A forest plot of 24 studies on the sensitivity and specificity of miRNAs as diagnostic markers of gliomas is illustrated in Figure 3. Besides, the pooled results were listed as follows: sensitivity, 0.84 (95%CI: 0.79–0.87); specificity, 0.84 (95%CI: 0.80–0.88); positive likelihood ratio (PLR), 5.3 (95%CI: 4.1–6.8); negative likelihood ratio (NLR), 0.19 (95%CI: 0.15–0.25); and diagnostic odds ratio (DOR), 27 (95%CI: 18–41). On account of the obvious heterogeneity among studies in sensitivity (I² = 86.06%) and specificity (I² = 77.68%), the bivariate random-effects model was adopted to estimate the diagnostic performance of miRNAs in gliomas. Subsequently, the SROC curve was generated (Figure 4) and an AUC of 0.91 (95%CI: 0.88–0.93) was determined, which indicated the superior diagnostic value of miRNAs and showed that miRNAs could distinguish glioma patients from the healthy population. Next, a Fagan plot was applied to assess the clinical value of miRNAs in the diagnosis of gliomas. In the first place, the pre-test probability was set to 20%. Then the positive test presented a post-test probability of 57% with a PLR of 5.3. Besides, the NLR was equal to 0.19, with the negative test reducing the post-test probability to 5% (Figure 5).

FIGURE 3

Figure 3. Forest plot of miRNAs for the diagnosis of gliomas.

FIGURE 4

Figure 4. The summary receiver operating characteristic (SROC) curve of miRNAs as diagnostic biomarkers for gliomas.

FIGURE 5

Figure 5. Fagan's plot for estimating post-test possibility. The red solid line denotes post-test probability when the index test is positive. While the blue dashed line indicates post-test probability with the negative index test result.
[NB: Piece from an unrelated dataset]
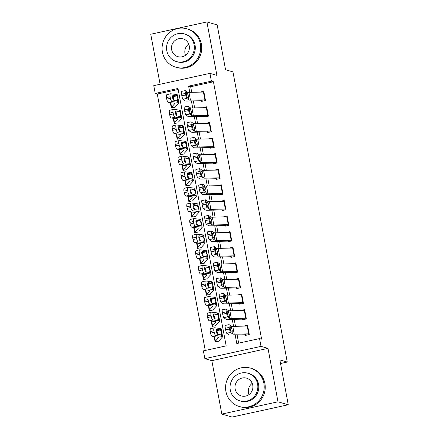 <?xml version="1.0" encoding="UTF-8"?>
<svg xmlns="http://www.w3.org/2000/svg" width="439" height="439" viewBox="0 0 439 439"><rect width="100%" height="100%" fill="white"/><g stroke="black" fill="none" stroke-linecap="round" stroke-linejoin="round"><path stroke-width="0.66" d="M178.179 89.474L157.277 94.045L155.225 93.452L153.765 85.654L209.93 73.368L211.389 81.171L188.616 86.148L189.78 92.349M280.537 363.514L287.254 362.043L232.95 71.886L225.564 69.757L217.168 24.908L206.906 21.95L150.742 34.237L160.109 84.266M287.254 362.043L279.862 359.914L288.258 404.763L232.094 417.05L221.832 414.092L277.997 401.811L267.999 348.379L261.018 346.371L204.854 358.652L203.394 350.854L226.162 345.872L177.993 88.475L155.225 93.452M267.999 348.379L211.834 360.666L221.832 414.092M211.834 360.666L204.854 358.652M157.277 94.045L205.26 350.448M288.258 404.763L277.997 401.811M201.435 99.927L201.704 101.376L205.501 100.547L203.751 91.186L199.975 92.13M204.354 115.528L204.623 116.977L208.421 116.148L206.67 106.787L202.895 107.731M207.274 131.129L207.543 132.578L211.34 131.749L209.59 122.388L205.814 123.326M210.193 146.73L210.462 148.179L214.259 147.35L212.509 137.989L208.734 138.927M213.113 162.326L213.381 163.78L217.179 162.946L215.428 153.59L211.653 154.528M216.032 177.927L216.301 179.375L220.098 178.547L218.348 169.191L214.572 170.129M218.951 193.528L219.22 194.976L223.017 194.148L221.267 184.786L217.492 185.73M221.871 209.129L222.139 210.577L225.937 209.749L224.186 200.387L220.411 201.331M224.79 224.73L225.059 226.178L228.856 225.35L227.106 215.988L223.33 216.926M227.709 240.331L227.978 241.779L231.776 240.945L230.025 231.589L226.25 232.527M230.629 255.926L230.898 257.38L234.695 256.546L232.944 247.19L229.169 248.128M233.548 271.527L233.822 272.976L237.614 272.147L235.864 262.785L232.088 263.729M236.467 287.128L236.742 288.577L240.534 287.748L238.783 278.386L235.008 279.33M239.387 302.729L239.661 304.178L243.453 303.349L241.702 293.987L237.927 294.926M242.306 318.33L242.58 319.779L246.372 318.95L244.622 309.588L240.846 310.527M214.139 336.658L215.137 342.019L218.935 341.185M211.219 321.063L212.218 326.418L216.015 325.59M208.3 305.462L209.299 310.817L213.096 309.989M205.381 289.861L206.379 295.217L210.177 294.388M202.456 274.26L203.46 279.616L207.257 278.787M199.536 258.659L200.541 264.02L204.338 263.186M196.617 243.063L197.621 248.419L201.419 247.591M193.698 227.462L194.702 232.818L198.499 231.99M190.778 211.861L191.783 217.217L195.58 216.389M187.859 196.26L188.863 201.616L192.661 200.788M184.94 180.659L185.944 186.021L189.741 185.187M182.02 165.059L183.025 170.42L186.822 169.586M179.101 149.463L180.105 154.819L183.903 153.99M176.182 133.862L177.186 139.218L180.983 138.389M173.262 118.261L174.267 123.617L178.064 122.788M175.145 107.187L171.347 108.016L170.343 102.66M235.183 334.957L236.791 343.55L259.559 338.568L261.611 339.16L213.442 81.758L190.669 86.741L191.711 92.311M193.325 100.915L194.631 107.912M196.244 116.516L197.55 123.507M199.163 132.117L200.469 139.108M202.083 147.718L203.389 154.709M205.002 163.319L206.308 170.31M207.921 178.92L209.227 185.911M210.841 194.515L212.147 201.506M213.76 210.116L215.066 217.107M216.679 225.717L217.991 232.708M219.599 241.318L220.91 248.309M222.518 256.919L223.83 263.91M225.437 272.52L226.749 279.511M228.357 288.116L229.668 295.107M231.276 303.717L232.588 310.708M234.196 319.318L235.507 326.309M237.115 334.919L238.657 343.144M245.225 333.925L245.5 335.38L249.292 334.545L247.541 325.189L243.766 326.128M209.93 73.368L216.904 75.382L206.906 21.95M213.442 81.758L211.389 81.171M259.559 338.568L261.018 346.371M191.393 100.959L192.699 107.95M194.312 116.56L195.618 123.551M197.232 132.161L198.538 139.152M200.151 147.762L201.457 154.753M203.07 163.357L204.376 170.354M205.99 178.958L207.296 185.949M208.909 194.559L210.215 201.55M211.828 210.16L213.134 217.151M214.748 225.761L216.054 232.752M217.667 241.362L218.973 248.353M220.587 256.958L221.893 263.949M223.506 272.559L224.812 279.55M226.425 288.16L227.731 295.151M229.345 303.761L230.651 310.752M232.264 319.362L233.57 326.353M190.669 86.741L188.616 86.148M244.1 326.122L243.744 326.018M241.181 310.521L240.824 310.417M238.262 294.92L237.905 294.816M235.342 279.319L234.986 279.22M232.423 263.718L232.066 263.619M229.504 248.123L229.147 248.019M226.584 232.522L226.228 232.418M223.665 216.921L223.308 216.817M220.746 201.32L220.389 201.216M217.826 185.719L217.47 185.62M214.907 170.123L214.55 170.019M211.988 154.523L211.631 154.418M209.068 138.922L208.712 138.817M206.149 123.321L205.792 123.216M203.23 107.72L202.873 107.615M200.31 92.119L199.954 92.02M249.165 333.854A5.597 0.691 169.4 0 0 248.693 333.854L234.245 334.167A7.995 0.988 -10.6 0 1 232.637 333.98L230.546 332.449L226.65 333.234A3.199 0.368 -101.4 0 1 225.635 329.799L229.526 329.009A3.199 0.368 78.6 0 0 230.546 332.449M245.379 334.737L231.155 335.05A11.996 1.482 -10.6 0 1 228.746 334.77L226.65 333.234M245.884 334.754L246.954 335.061M247.706 326.056A5.597 0.691 169.4 0 0 247.234 326.051L232.785 326.369A7.995 0.988 -10.6 0 1 231.177 326.182L229.087 324.646A3.199 0.368 78.6 0 0 229.037 324.635A3.199 0.368 78.6 0 0 229.235 327.45L229.526 329.009M229.235 327.45L225.339 328.235L225.635 329.799M225.339 328.235A3.199 0.368 -101.4 0 1 225.141 325.42L229.037 324.635M230.074 327.741L231.282 327.467L232.215 330.194L232.215 332.46L231.062 331.615A2.557 0.291 -101.4 0 1 230.25 328.866A2.557 0.291 -101.4 0 1 230.091 326.611A2.557 0.291 -101.4 0 1 230.129 326.627L230.058 326.638M232.637 333.98L232.215 332.46M231.282 327.467L230.129 326.627M216.323 330.699L220.548 329.947L221.618 332.542L221.289 334.875L221.733 336.301L215.966 335.572L212.333 336.433A3.199 1.136 -103.3 0 1 210.55 333.163L210.259 331.599A3.199 1.136 -103.3 0 1 210.72 328.641L214.353 327.779A3.199 1.136 76.7 0 0 213.897 330.743L210.259 331.599M219.28 340.488L222.507 336.938A11.996 1.482 169.4 0 0 222.617 336.675L221.157 328.877A11.996 1.482 169.4 0 0 220.274 328.504L214.506 327.774A3.199 1.136 76.7 0 0 214.353 327.779M222.617 336.675A11.996 1.482 169.4 0 0 221.733 336.301M216.597 341.701L215.527 341.394A5.597 0.691 -10.6 0 1 215.335 341.257A5.597 0.691 -10.6 0 1 215.39 341.136L218.611 337.586A7.995 0.988 169.4 0 0 218.688 337.41A7.995 0.988 169.4 0 0 218.101 337.163L212.333 336.433M210.55 333.163L214.188 332.301L213.897 330.743M214.188 332.301A3.199 1.136 76.7 0 0 215.966 335.572M220.356 329.881L216.921 329.448A2.557 0.911 -103.3 0 0 216.8 329.453A2.557 0.911 -103.3 0 0 216.432 331.824A2.557 0.911 -103.3 0 0 217.854 334.441L221.289 334.875M217.925 334.447L216.954 331.044L216.46 330.71M248.995 394.584A9.274 8.939 106.1 0 1 248.479 392.812A9.274 8.939 106.1 0 1 252.233 383.351M225.915 391.467A19.991 19.267 -73.9 0 0 239.354 406.525A19.991 19.267 -73.9 0 0 263.861 383.165A19.991 19.267 -73.9 0 0 250.422 368.107A19.991 19.267 -73.9 0 0 225.915 391.467M239.354 406.525L240.38 406.821A19.991 19.267 -73.9 0 0 264.887 383.461A19.991 19.267 -73.9 0 0 251.448 368.403L250.422 368.107M247.925 373.216L248.869 373.485A14.394 13.872 106.1 0 1 258.549 384.328A14.394 13.872 106.1 0 1 240.901 401.147L239.957 400.878A14.394 13.872 -73.9 0 0 257.605 384.059A14.394 13.872 -73.9 0 0 247.925 373.216A14.394 13.872 -73.9 0 0 230.283 390.035A14.394 13.872 -73.9 0 0 239.957 400.878M252.749 385.118A9.274 8.939 -73.9 0 0 246.509 378.133A9.274 8.939 -73.9 0 0 235.139 388.97A9.274 8.939 -73.9 0 0 241.373 395.956A9.274 8.939 -73.9 0 0 252.749 385.118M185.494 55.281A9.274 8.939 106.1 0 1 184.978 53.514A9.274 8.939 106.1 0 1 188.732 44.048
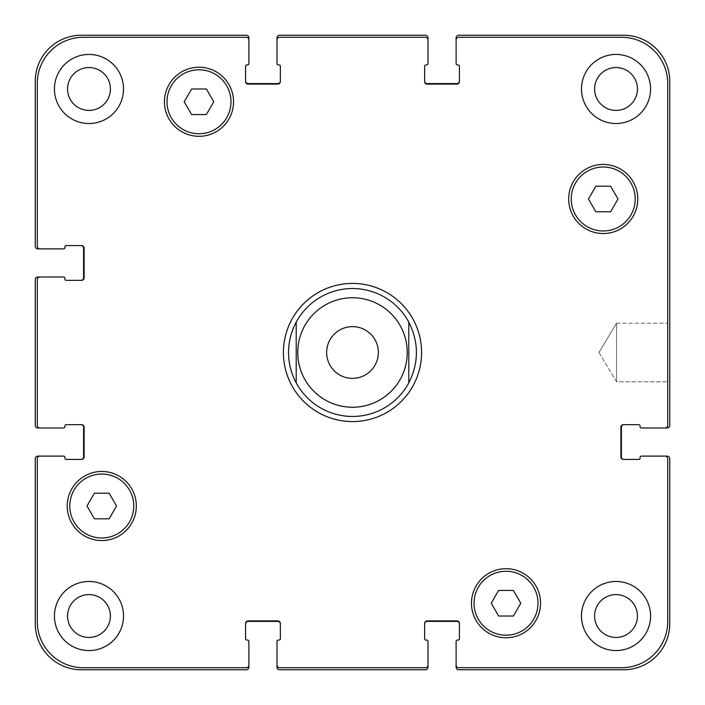 <?xml version="1.0" encoding="UTF-8"?>
<svg xmlns="http://www.w3.org/2000/svg" width="705" height="705" viewBox="0 0 705 705"><rect width="100%" height="100%" fill="white"/><g stroke="black" fill="none" stroke-linecap="round" stroke-linejoin="round"><path stroke-width="0.53" stroke-dasharray="3.52 2.64" d="M378.356 352.5A25.856 25.856 0 0 1 339.572 374.893A25.856 25.856 0 0 1 339.572 330.107A25.856 25.856 0 0 1 378.356 352.5A25.856 25.856 0 0 0 339.572 330.107A25.856 25.856 0 0 0 339.572 374.893A25.856 25.856 0 0 0 378.356 352.5A25.856 25.856 0 0 0 339.572 330.107A25.856 25.856 0 0 0 339.572 374.893A25.856 25.856 0 0 0 378.356 352.5M296.215 322.123L296.215 382.877L296.215 322.123C286.054 342.374 286.054 362.626 296.215 382.877A63.961 63.961 0 0 0 408.785 382.877L408.785 322.123L408.785 382.877C413.853 373.386 416.408 363.26 416.461 352.5C416.408 341.74 413.853 331.614 408.785 322.123A63.961 63.961 0 0 0 288.539 352.5A63.961 63.961 0 0 0 296.215 382.877M421.581 352.5A69.081 69.081 0 0 0 317.964 292.672A69.081 69.081 0 0 0 317.964 412.328A69.081 69.081 0 0 0 421.581 352.5A69.081 69.081 0 0 0 317.964 292.672A69.081 69.081 0 0 0 317.964 412.328A69.081 69.081 0 0 0 421.581 352.5M416.461 352.5A63.961 63.961 0 0 0 320.519 297.105A63.961 63.961 0 0 0 320.519 407.895A63.961 63.961 0 0 0 416.461 352.5M283.419 352.5A69.081 69.081 0 0 0 387.036 412.328A69.081 69.081 0 0 0 387.036 292.672A69.081 69.081 0 0 0 283.419 352.5M408.785 382.877A63.961 63.961 0 0 0 408.785 322.123M616.531 323.216L616.531 381.784L616.531 323.216L667.705 323.216L667.705 381.784L667.705 323.216L667.705 381.784L667.705 323.216L616.531 323.216L616.531 381.784L616.531 323.216L598.942 352.5L616.531 323.216M618.003 198.995L610.618 186.199L595.848 186.199L588.455 198.995L595.848 211.782L610.618 211.782L618.003 198.995L610.618 186.199L595.848 186.199L588.455 198.995L595.848 211.782L610.618 211.782L618.003 198.995L610.618 186.199L595.848 186.199L588.455 198.995L595.848 211.782L610.618 211.782L618.003 198.995M213.765 101.767L206.38 88.98L191.61 88.98L184.216 101.767L191.61 114.562L206.38 114.562L213.765 101.767L206.38 88.98L191.61 88.98L184.216 101.767L191.61 114.562L206.38 114.562L213.765 101.767L206.38 88.98L191.61 88.98L184.216 101.767L191.61 114.562L206.38 114.562L213.765 101.767M116.545 506.005L109.152 493.218L94.382 493.218L86.997 506.005L94.382 518.801L109.152 518.801L116.545 506.005L109.152 493.218L94.382 493.218L86.997 506.005L94.382 518.801L109.152 518.801L116.545 506.005L109.152 493.218L94.382 493.218L86.997 506.005L94.382 518.801L109.152 518.801L116.545 506.005M520.784 603.233L513.39 590.438L498.62 590.438L491.235 603.233L498.62 616.02L513.39 616.02L520.784 603.233L513.39 590.438L498.62 590.438L491.235 603.233L498.62 616.02L513.39 616.02L520.784 603.233L513.39 590.438L498.62 590.438L491.235 603.233L498.62 616.02L513.39 616.02L520.784 603.233M133.747 506.005A31.981 31.981 0 0 0 85.781 478.316A31.981 31.981 0 0 0 85.781 533.703A31.981 31.981 0 0 0 133.747 506.005A31.981 31.981 0 0 1 85.781 533.703A31.981 31.981 0 0 1 85.781 478.316A31.981 31.981 0 0 1 133.747 506.005A31.981 31.981 0 0 0 85.781 478.316A31.981 31.981 0 0 0 85.781 533.703A31.981 31.981 0 0 0 133.747 506.005M136.312 506.005A34.536 34.536 0 0 0 84.503 476.095A34.536 34.536 0 0 0 84.503 535.923A34.536 34.536 0 0 0 136.312 506.005A34.536 34.536 0 0 0 84.503 476.095A34.536 34.536 0 0 0 84.503 535.923A34.536 34.536 0 0 0 136.312 506.005A34.536 34.536 0 0 0 84.503 476.095A34.536 34.536 0 0 0 84.503 535.923A34.536 34.536 0 0 0 136.312 506.005M537.986 603.233A31.981 31.981 0 0 0 490.019 575.536A31.981 31.981 0 0 0 490.019 630.922A31.981 31.981 0 0 0 537.986 603.233A31.981 31.981 0 0 1 490.019 630.922A31.981 31.981 0 0 1 490.019 575.536A31.981 31.981 0 0 1 537.986 603.233A31.981 31.981 0 0 0 490.019 575.536A31.981 31.981 0 0 0 490.019 630.922A31.981 31.981 0 0 0 537.986 603.233M540.55 603.233A34.536 34.536 0 0 0 488.741 573.315A34.536 34.536 0 0 0 488.741 633.143A34.536 34.536 0 0 0 540.55 603.233A34.536 34.536 0 0 0 488.741 573.315A34.536 34.536 0 0 0 488.741 633.143A34.536 34.536 0 0 0 540.55 603.233A34.536 34.536 0 0 0 488.741 573.315A34.536 34.536 0 0 0 488.741 633.143A34.536 34.536 0 0 0 540.55 603.233M635.214 198.995A31.981 31.981 0 0 0 587.239 171.297A31.981 31.981 0 0 0 587.239 226.684A31.981 31.981 0 0 0 635.214 198.995A31.981 31.981 0 0 1 587.239 226.684A31.981 31.981 0 0 1 587.239 171.297A31.981 31.981 0 0 1 635.214 198.995A31.981 31.981 0 0 0 587.239 171.297A31.981 31.981 0 0 0 587.239 226.684A31.981 31.981 0 0 0 635.214 198.995M637.769 198.995A34.536 34.536 0 0 0 585.961 169.077A34.536 34.536 0 0 0 585.961 228.905A34.536 34.536 0 0 0 637.769 198.995A34.536 34.536 0 0 0 585.961 169.077A34.536 34.536 0 0 0 585.961 228.905A34.536 34.536 0 0 0 637.769 198.995A34.536 34.536 0 0 0 585.961 169.077A34.536 34.536 0 0 0 585.961 228.905A34.536 34.536 0 0 0 637.769 198.995M230.976 101.767A31.981 31.981 0 0 0 183 74.078A31.981 31.981 0 0 0 183 129.464A31.981 31.981 0 0 0 230.976 101.767A31.981 31.981 0 0 1 183 129.464A31.981 31.981 0 0 1 183 74.078A31.981 31.981 0 0 1 230.976 101.767A31.981 31.981 0 0 0 183 74.078A31.981 31.981 0 0 0 183 129.464A31.981 31.981 0 0 0 230.976 101.767M233.531 101.767A34.536 34.536 0 0 0 181.723 71.857A34.536 34.536 0 0 0 181.723 131.685A34.536 34.536 0 0 0 233.531 101.767A34.536 34.536 0 0 0 181.723 71.857A34.536 34.536 0 0 0 181.723 131.685A34.536 34.536 0 0 0 233.531 101.767A34.536 34.536 0 0 0 181.723 71.857A34.536 34.536 0 0 0 181.723 131.685A34.536 34.536 0 0 0 233.531 101.767M123.516 88.98A34.536 34.536 0 0 0 71.707 59.07A34.536 34.536 0 0 0 71.707 118.889A34.536 34.536 0 0 0 123.516 88.98A34.536 34.536 0 0 0 71.707 59.07A34.536 34.536 0 0 0 71.707 118.889A34.536 34.536 0 0 0 123.516 88.98A34.536 34.536 0 0 0 71.707 59.07A34.536 34.536 0 0 0 71.707 118.889A34.536 34.536 0 0 0 123.516 88.98M67.548 88.98A21.432 21.432 0 0 1 99.696 70.421A21.432 21.432 0 0 1 99.696 107.539A21.432 21.432 0 0 1 67.548 88.98M650.565 88.98A34.536 34.536 0 0 0 598.757 59.07A34.536 34.536 0 0 0 598.757 118.889A34.536 34.536 0 0 0 650.565 88.98A34.536 34.536 0 0 0 598.757 59.07A34.536 34.536 0 0 0 598.757 118.889A34.536 34.536 0 0 0 650.565 88.98A34.536 34.536 0 0 0 598.757 59.07A34.536 34.536 0 0 0 598.757 118.889A34.536 34.536 0 0 0 650.565 88.98M594.588 88.98A21.432 21.432 0 0 1 626.736 70.421A21.432 21.432 0 0 1 626.736 107.539A21.432 21.432 0 0 1 594.588 88.98M650.565 616.02A34.536 34.536 0 0 0 598.757 586.111A34.536 34.536 0 0 0 598.757 645.93A34.536 34.536 0 0 0 650.565 616.02A34.536 34.536 0 0 0 598.757 586.111A34.536 34.536 0 0 0 598.757 645.93A34.536 34.536 0 0 0 650.565 616.02A34.536 34.536 0 0 0 598.757 586.111A34.536 34.536 0 0 0 598.757 645.93A34.536 34.536 0 0 0 650.565 616.02M594.588 616.02A21.432 21.432 0 0 1 626.736 597.461A21.432 21.432 0 0 1 626.736 634.579A21.432 21.432 0 0 1 594.588 616.02M123.516 616.02A34.536 34.536 0 0 0 71.707 586.111A34.536 34.536 0 0 0 71.707 645.93A34.536 34.536 0 0 0 123.516 616.02A34.536 34.536 0 0 0 71.707 586.111A34.536 34.536 0 0 0 71.707 645.93A34.536 34.536 0 0 0 123.516 616.02A34.536 34.536 0 0 0 71.707 586.111A34.536 34.536 0 0 0 71.707 645.93A34.536 34.536 0 0 0 123.516 616.02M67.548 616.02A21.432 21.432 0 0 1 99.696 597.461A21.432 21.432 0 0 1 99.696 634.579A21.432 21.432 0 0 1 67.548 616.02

Exploring the Sources of Heterogeneity

The existence of heterogeneity attracted our attention. Firstly, we examined whether the threshold effect was at the root of heterogeneity in our study. The results indicated that there was a Spearman correlation coefficient of 0.137 (P = 0.525). In essence, the “shoulder arm” shape, representative shape of the threshold effect, was not found in the SROC curve. Thus, the threshold effect was excluded in the present study. Secondly, heterogeneity brought about by other factors was called the non-threshold effect. Besides, the DOR value of each study and the summary DOR value were not distributed along the same straight line, with the results of Cochran-Q and I² displaying 76.87 and 70.1% (P = 0.0000), respectively (Supplementary Figure 1), which denoted that the non-threshold effect may have led to heterogeneity, including the sample source (plasma and serum), comparison type, the dysregulated direction of miRNAs (upregulated and downregulated), internal reference for relative quantitative analysis, miRNA profiling (single miRNA and miRNA panel), sample size (≥100 and <100), as well as cut-off values setting (given and NA).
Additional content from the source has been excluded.